The worth of a coalition K corresponds to the sum of the worths of its components. In the case \(\left| K\backslash L_{S}\right| =1\) we have \(v\left( K\right) =\left. v\right| _{L_{S}}\left( K\right)\). A CO value is an operator \(\psi\) that assigns (unique) payoff vectors to all CO games. The most popular CO value is the Myerson value (Myerson 1977). According to this value, player \(i^{\prime }\)s payoff is calculated by:

$$\begin{aligned} {\text {My}}_{i}\left( N,v,L_{S}\right) ={\text {Sh}}_{i}\left( N,\left. v\right| _{L_{S}}\right) . \end{aligned}$$

(5)

Further values for CO games are the position value (Borm et al. 1992), the average tree solution (Herings et al. 2008) and the center value (Navarro 2020). For a literature survey on CO games, see Slikker and van den Nouweland (2001) and Gilles (2010). With these preliminaries, \({\text {wH}}_{i} ^{{\text {My}}}\) is calculated by (Hiller 2014):

$$\begin{aligned} {\text {wH}}_{i}^{{\text {My}}}\left( N,v,S,w\right) =\sum _{j=1}^{n}f_{i}\left( S,w,j\right) \cdot {\text {My}} _{j}\left( N,v,L_{S}\right) \end{aligned}$$

(6)

To exemplify the calculation, we introduce an example:

Example 1

For our example, we assume \(N=\left\{ 1,2,3\right\}\) and

$$\begin{aligned} v\left( K\right) =\left\{ \begin{array} [c]{rl} 2, &{} \left| K\right| =1\\ 10, &{} \left| K\right| =2\\ 15, &{} \left| K\right| =3\\ 0, &{} \text {else.} \end{array} \right. \end{aligned}$$

(7)

In addition, we have \(S\left( 2\right) =S\left( 3\right) =\varnothing , S\left( 1\right) =\left\{ 2,3\right\}\), and \(w=\left( 0,\frac{1}{3},\frac{1}{4}\right)\).

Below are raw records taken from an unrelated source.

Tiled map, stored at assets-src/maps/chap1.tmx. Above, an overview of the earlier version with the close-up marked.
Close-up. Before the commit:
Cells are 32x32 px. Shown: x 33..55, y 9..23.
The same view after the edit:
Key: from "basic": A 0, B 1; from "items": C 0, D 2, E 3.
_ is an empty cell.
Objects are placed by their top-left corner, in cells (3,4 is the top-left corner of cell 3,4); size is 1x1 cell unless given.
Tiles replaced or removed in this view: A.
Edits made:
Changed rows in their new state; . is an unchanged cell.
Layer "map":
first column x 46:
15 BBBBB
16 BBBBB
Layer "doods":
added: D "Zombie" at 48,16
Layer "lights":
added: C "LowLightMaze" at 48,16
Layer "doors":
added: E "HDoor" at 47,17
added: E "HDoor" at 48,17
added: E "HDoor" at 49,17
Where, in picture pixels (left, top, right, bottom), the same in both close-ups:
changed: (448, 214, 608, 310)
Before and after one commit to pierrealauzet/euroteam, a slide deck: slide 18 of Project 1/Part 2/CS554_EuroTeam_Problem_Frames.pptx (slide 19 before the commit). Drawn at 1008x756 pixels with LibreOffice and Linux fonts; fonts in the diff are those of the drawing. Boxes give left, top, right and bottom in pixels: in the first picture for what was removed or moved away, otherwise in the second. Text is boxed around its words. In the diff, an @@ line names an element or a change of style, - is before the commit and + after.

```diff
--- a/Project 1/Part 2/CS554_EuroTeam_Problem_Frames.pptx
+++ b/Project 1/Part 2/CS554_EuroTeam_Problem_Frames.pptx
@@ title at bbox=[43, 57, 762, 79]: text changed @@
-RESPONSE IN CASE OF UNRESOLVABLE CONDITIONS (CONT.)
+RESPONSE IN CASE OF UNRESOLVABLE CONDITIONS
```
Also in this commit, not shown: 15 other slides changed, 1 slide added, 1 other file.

For \(\left. v\right| _{L_{S}}\), we have:

$$\begin{aligned} \left. v\right| _{L_{S}}\left( K\right) =\left\{ \begin{array} [c]{ll} 2, &{} \left| K\right| =1\\ 4, &{} K=\left\{ 2,3\right\} \\ 10, &{} K=\left\{ 1,2\right\} ,K=\left\{ 1,3\right\} \\ 15, &{} \left| K\right| =3\\ 0, &{} \text {else.} \end{array} \right. \end{aligned}$$

(8)

From these assumptions, we obtain \({\text {My}}_{2}\left( N,v,L_{S}\right) ={\text {My}}_{3}\left( N,v,L_{S}\right) =4\) and \({\text {My}}_{1}\left( N,v,L_{S}\right) =7\). Since player 1 coordinates the other players, player 1 gets a higher payoff. For the \({\text {wH}}^{{\text {My}}}\) payoffs, we have:

$$\begin{aligned} {\text {wH}}_{1}^{{\text {My}}}\left( N,v,S,w\right) =9\frac{1}{3},{\text {wH}}_{2}^{{\text {My}}}\left( N,v,S,w\right) =2\frac{2}{3},{\text {wH}}_{3} ^{{\text {My}}}\left( N,v,S,w\right) =3. \end{aligned}$$

Building on our definition of a weighted hierarchical game \(\left( N,v,S,w\right)\) and the calculation of \({\text {wH}}_{i} ^{{\text {My}}}\left( N,v,S,w\right)\) we can sketch the roles of various players in the firm. In our analysis in Sect. 3, only the workers at \(L_{M}\) are productive with respect to v. Managers in the levels between \(L_{M}\) and \(i_{0}\) generate an additional worth, if cooperation between workers is superadditive. Analogous to van den Brink and Ruys (2008), we interpret \(i_{0}\) as an owner of the firm, i.e., the payoff of \(i_{0}\) is the profit of the firm. Hence, the structure and size of the firm that maximizes \(i_{0}\)’s payoff is profit maximizing (see Sect. 3). The weights \(w_{i}\) can be interpreted as the level of redistribution/exploitation in the firm. High weights result in a large part of the worth being redistributed to \(i_{0}.\) If the worth is not only interpreted in monetary terms, this could also be mean that superiors like to bask in the success of their employees—and thus as part of the corporate culture. Outside our model, this can lead to a low incentive for innovation or performance when there is hidden information. Like the span of control \(\left| S\left( i\right) \right|\), the weights \(w_{i}\) as well as the coalition function v are given exogenous.

3 Results

In this section, we present some new insights regarding the structure and size of the firm based on the \({\text {wH}}^{{\text {My}}}\) value as a scheme that allocates produced worth to the players. For the structure and production technology of the firm, we assume (again analogous to van den Brink and Ruys (2008)):

• \(w_{i}=w, 0<w<1,\) for all \(i\in N\backslash \left\{ i_{0}\right\}\),

• \(\left| S\left( i\right) \right| =s\ge 1\) for all \(i\in N\backslash L_{M},\) and

• \(v:\left\{ 1,\cdots ,\left| L_{M}\right| \right\} \rightarrow {\mathbb {R}}^{+}.\)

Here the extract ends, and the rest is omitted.